I saw Matthew is going to be on an upcoming episode of Millionaire Matchmaker -- are you all millionaires now?
Matthew Siegal: We've done very well. I was also on Joan Rivers' show,
How'd You Get So Rich? My father was supposed to be in it, but he
doesn't like the limelight. Millionarie Matchmaker... I had turned it
down once, but then I did it. I'm not going to talk about it until it
airs in December.
Did you find love or not?
Matthew Siegal: I did not -- and let's just say there was no love lost between me and Patti Stanger [the host].
Dr. Siegal, you've said that your cookies contain a secret ingredient and Matthew is the only one with the recipe. Is he still?
Matthew Siegal: I haven't told anyone, so I presume so.
Dr. Siegal: There is one other -- my wife.
Well, then how do you mass-produce the cookies for 7,000 stores?
Dr. Siegal: It isn't necessary for the people who do the baking to know
the recipe. There is a particular ingredient I mix up myself with my
wife present -- that particular ingredient goes into the mix. Even
though our volume has gone up -- and our bakery has grown to twice the
size -- I go in there and mix the formula -- not once a week but more or
less, depending. Right now, they are being baked 'round the clock in
Florida and in other locations as well.
How do you feel about all this success?
Dr. Siegal: I am gratified, because I've spent my life with this project --
how to get weight off people. In the early years, I was frustrated by a
lack of success -- well, I wasn't unsuccessful, but by my standards, I
was lacking. But when I realized the important part of weight loss is
hunger control -- that's how the cookie was born. It was a superior
method of losing weight, but I kept it to myself, so to speak, so the
success was limited to my patients from 1975 to 2003. All those years, I
did amass half a million patients -- but that's nothing compared to our
population. It was nothing compared to going direct to the consumer. Now
we hear from people all over the world -- how we helped them achieve
results.
May I ask how old you are now?
Eighty-one. And I still supervise patients -- but I'm also flying around the country and supervising the bakery.
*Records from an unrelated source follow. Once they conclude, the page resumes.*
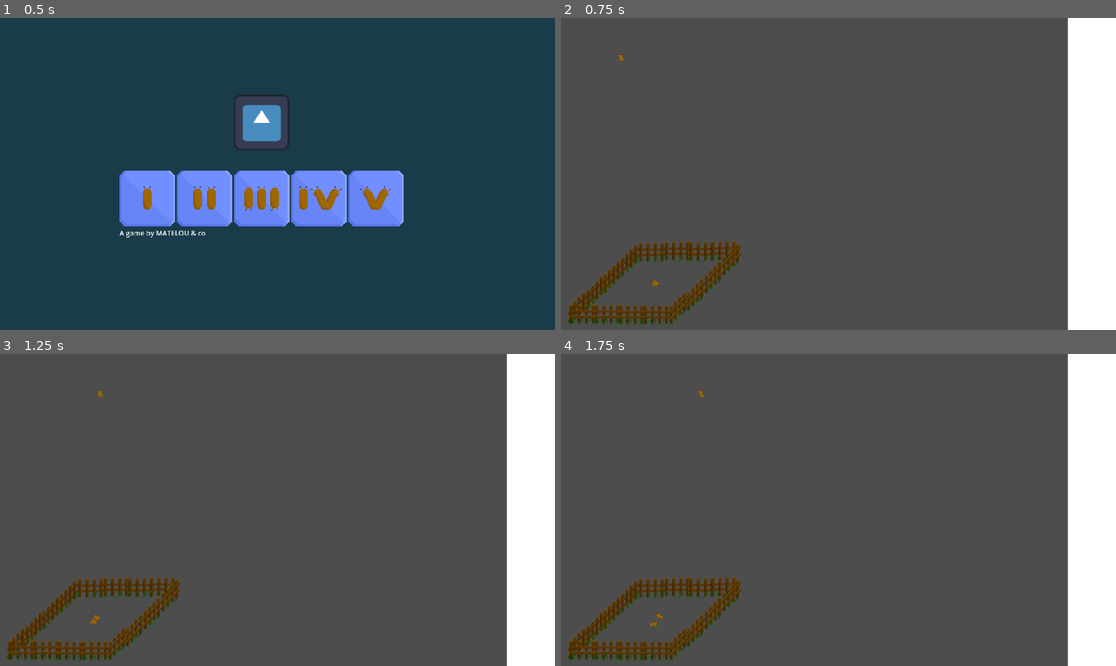
Above: before the commit, frames 1-4 (two rows, left to right).
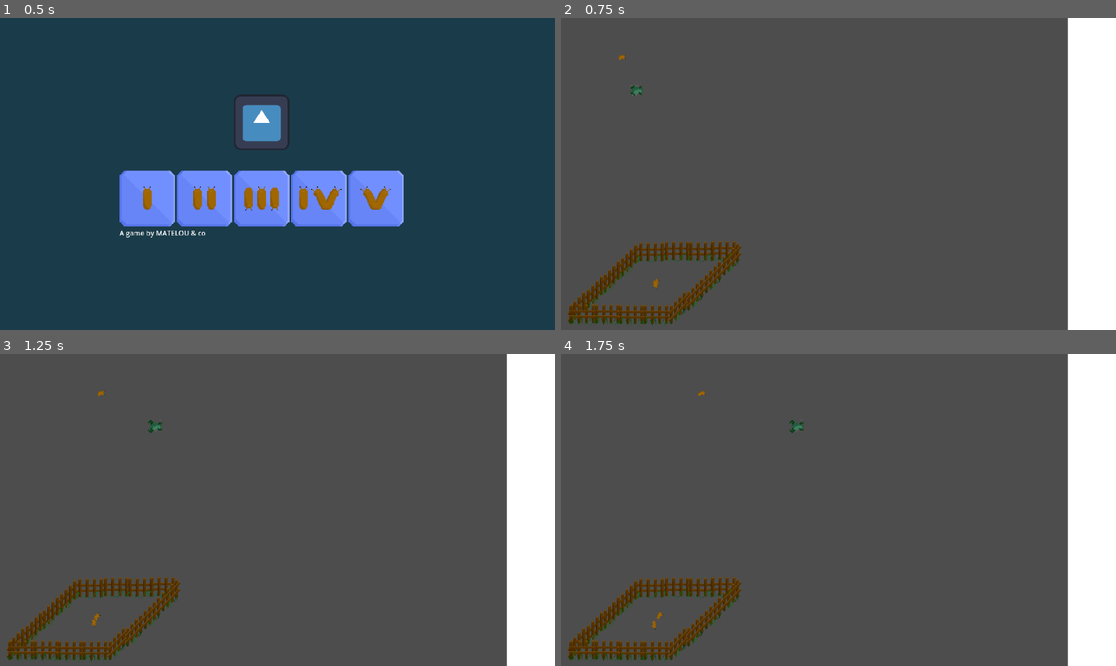
Above: after the commit, the same moments.

Repository: Skyepulse/LudumDare56
Game: Godot game, scene res://Level Scenes/control.tscn
Same seed, same stepped clock (60 frames per second), same inputs: the game is played once before the commit and once after it. This scene is started directly instead of the project's main scene. The engine's default icon, where the game draws it, is replaced by a stand-in: a white triangle on a blue panel in a dark square.
Inputs (mouse positions are in pixels of both pictures, inside the frame that each line leads up to):
- Up to frame 1 (0.5 s): no input
- Up to frame 2 (0.75 s): click (710, 198) at 0.5 s
- Up to frame 3 (1.25 s): no input
- Up to frame 4 (1.75 s): move the mouse to (660, 394) at 1.27 s; click (660, 394) at 1.42 s

Frame 1 is identical in both runs. In frame 2, less than 0.1% of the frame differs, in the area x 10-18%, y 11-87%; in frame 3, 0.1%; in frame 4, 0.1%, in the area x 15-44%, y 11-89%.

Commit message:
added toad

Diff:
--- a/Level Scenes/Level1.tscn
+++ b/Level Scenes/Level1.tscn
@@ -1,10 +1,11 @@
-[gd_scene load_steps=4 format=3 uid="uid://xtcc75vdkcyi"]
+[gd_scene load_steps=5 format=3 uid="uid://xtcc75vdkcyi"]
 
 [ext_resource type="PackedScene" uid="uid://4vvxaoggeiqn" path="res://PrefabScenes/vivier.tscn" id="1_1lgaw"]
 [ext_resource type="PackedScene" uid="uid://d0h4t8bmmobpp" path="res://Level Scenes/slug.tscn" id="1_qi1dv"]
 [ext_resource type="PackedScene" uid="uid://brxn3wghyn815" path="res://PrefabScenes/winning_line.tscn" id="3_o5yjo"]
+[ext_resource type="PackedScene" uid="uid://s2nwtxsi3sdt" path="res://Level Scenes/toad.tscn" id="4_syjkf"]
 
-[node name="Node2D" type="Node2D"]
+[node name="Node2D2" type="Node2D"]
 
 [node name="Slug" parent="." instance=ExtResource("1_qi1dv")]
 position = Vector2(98, 83)
@@ -15,3 +16,7 @@
 
 [node name="WinningLine" parent="." instance=ExtResource("3_o5yjo")]
 position = Vector2(1102, 291)
+
+[node name="Toad" parent="." instance=ExtResource("4_syjkf")]
+position = Vector2(101, 151)
+state = 2
--- a/Level Scenes/Level2.tscn
+++ b/Level Scenes/Level2.tscn
@@ -1,5 +1,5 @@
 [gd_scene format=3 uid="uid://dd0ko2clldqka"]
 
-[node name="Node2D" type="Node2D"]
+[node name="Node2D2" type="Node2D"]
 
 [node name="Camera2D" type="Camera2D" parent="."]
--- a/Level Scenes/slug.tscn
+++ b/Level Scenes/slug.tscn
@@ -27,6 +27,7 @@
 ui_sprite = ExtResource("2_kwfaj")
 
 [node name="AnimatedSprite2D" parent="." index="0"]
+rotation = 1.5708
 sprite_frames = SubResource("SpriteFrames_10orl")
 autoplay = "default"
 frame_progress = 0.393228
--- /dev/null
+++ b/Level Scenes/toad.tscn
@@ -0,0 +1,46 @@
+[gd_scene load_steps=8 format=3 uid="uid://s2nwtxsi3sdt"]
+
+[ext_resource type="Script" path="res://Scripts/animal.gd" id="1_tcvpb"]
+[ext_resource type="Texture2D" uid="uid://6fb6twl3vvbb" path="res://Sprites/frog1.png" id="2_getoe"]
+[ext_resource type="Texture2D" uid="uid://crysvwc8statm" path="res://Sprites/frog2.png" id="3_860rb"]
+[ext_resource type="Script" path="res://Scripts/drag_and_drop.gd" id="4_sv2ja"]
+
+[sub_resource type="SpriteFrames" id="SpriteFrames_oiok5"]
+animations = [{
+"frames": [{
+"duration": 1.0,
+"texture": ExtResource("2_getoe")
+}, {
+"duration": 1.0,
+"texture": ExtResource("3_860rb")
+}],
+"loop": true,
+"name": &"default",
+"speed": 5.0
+}]
+
+[sub_resource type="CircleShape2D" id="CircleShape2D_ddef6"]
+
+[sub_resource type="CircleShape2D" id="CircleShape2D_rpnb3"]
+radius = 12.0
+
+[node name="Toad" type="CharacterBody2D"]
+script = ExtResource("1_tcvpb")
+speed = 20000
+type = 2
+ui_sprite = ExtResource("2_getoe")
+
+[node name="AnimatedSprite2D" type="AnimatedSprite2D" parent="."]
+rotation = 1.5708
+sprite_frames = SubResource("SpriteFrames_oiok5")
+autoplay = "default"
+
+[node name="CollisionShape2D" type="CollisionShape2D" parent="."]
+position = Vector2(-1, 0)
+shape = SubResource("CircleShape2D_ddef6")
+
+[node name="Area2D" type="Area2D" parent="."]
+script = ExtResource("4_sv2ja")
+
+[node name="CollisionShape2D" type="CollisionShape2D" parent="Area2D"]
+shape = SubResource("CircleShape2D_rpnb3")
--- a/PrefabScenes/vivier.tscn
+++ b/PrefabScenes/vivier.tscn
@@ -9,7 +9,7 @@
 [sub_resource type="RectangleShape2D" id="RectangleShape2D_28xw4"]
 size = Vector2(5, 200)
 
-[node name="Node2D" type="Node2D"]
+[node name="Node2D2" type="Node2D"]
 script = ExtResource("1_m35fy")
 
 [node name="Murs" type="Node2D" parent="."]
--- a/Scripts/winningLine.gd
+++ b/Scripts/winningLine.gd
@@ -57,11 +57,11 @@
     check_win()
 
 func check_win():
-    if time_left > 0:
-        return
     if total_current_points >= total_needed_points:
         has_won = true
         emit_signal("win")
+    elif time_left > 0:
+        return
     else:
         has_lost = true
         emit_signal("lose")

Matthew Siegal: He calls me at 7:45 in the morning. And I'm like, do not call me until I've been to Starbucks.
How old are you?
Matthew Siegal: Forty-seven.
Whatever happened with your former partner, who left and started a competing cookie diet company, Smart for Life?
Matthew Siegal: We don't really talk about them anymore. They went into
bankruptcy. The big thing on our minds today is the economy. It's
heartbreaking. A few times a week, we get a call or email -- "I'm
halfway to my goal -- I just need to lose the last 20 pounds, but I can't
afford the cookies; do you have a coupon?"
And you charge like $50 for a box of cookies?
Dr. Siegal: Well, protein is very expensive. You actually spend less
than when not on the diet. If you eat cookies for breakfast and lunch,
that's $4 a meal. You can't even go to fast food and eat for $4. If you
factor in the costs -- the medical costs of being significantly
overweight, every diet is a good deal.